Compressed sensing is an area of mathematics increasingly being applied in magnetic resonance imaging. MRI imagery is highly sparse and noisy making it an appropriate application to use these techniques. Compressed sensing complements existing techniques such as JPEG compression in computationally intensive applications such as MRI image processing to reduce acquisition time, in AI training time and can be used to build more robust systems with greater resilience to noise.

Compressed sensing is used in numerous applications from medical imaging, network tomography, radio astronomy, recommendation systems to name a few.

This talk focuses on applying compressed sensing to Magnetic Resonance Imaging as an example. Several algorithms will be discussed including singular value thresholding, total variation denoising and wiener filtering. I will highlight how Julia libraries were used to rapidly prototype algorithms, experiments and explore key mathematical / optimization methods that can be readily applied by the practitioner.

Julia has made it easy to apply common linear algebra subroutines such as the SVD and libraries exist to perform key tasks. These include: (i) reading in .h5 data used to store MRI images in k-space using HDF5.jl, (ii) to perform the IFFT (Inverse Fast Fourier Transform) using FFTW.jl, (iii) generate noise and perform some digital signal processing routines using Noise.jl and Deconvolution.jl respectively.

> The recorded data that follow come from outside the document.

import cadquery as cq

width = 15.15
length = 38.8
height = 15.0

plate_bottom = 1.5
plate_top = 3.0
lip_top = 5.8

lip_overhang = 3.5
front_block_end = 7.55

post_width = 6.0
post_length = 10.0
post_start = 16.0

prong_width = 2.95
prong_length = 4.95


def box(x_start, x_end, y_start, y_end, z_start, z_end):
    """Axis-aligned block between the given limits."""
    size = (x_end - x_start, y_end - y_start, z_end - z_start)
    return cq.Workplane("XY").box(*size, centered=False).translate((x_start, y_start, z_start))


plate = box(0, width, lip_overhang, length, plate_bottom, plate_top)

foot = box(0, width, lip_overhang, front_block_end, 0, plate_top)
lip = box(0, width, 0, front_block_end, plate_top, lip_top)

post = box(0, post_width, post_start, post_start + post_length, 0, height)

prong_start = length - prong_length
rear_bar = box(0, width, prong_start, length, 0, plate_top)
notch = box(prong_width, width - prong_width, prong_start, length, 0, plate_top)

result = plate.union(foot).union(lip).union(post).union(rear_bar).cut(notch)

The relevant libraries and methodologies and how they fit into an overall data processing architecture will be discussed in this presentation.

A demonstration will be performed on how Pluto.jl is used to communicate results and visualize MRI imagery using Plots.jl. Pluto.jl is a great tool especially for testing out imaging parameters that achieve a desirable result.

The talk describes how one takes an equation, implements it in Julia, imports data and visualizes results in 30 mins. It is highly appropriate to a diverse audience of engineers, applied mathematicians and scientists alike that donโt have time and need to understand how to apply compressed sensing to their problem in Julia.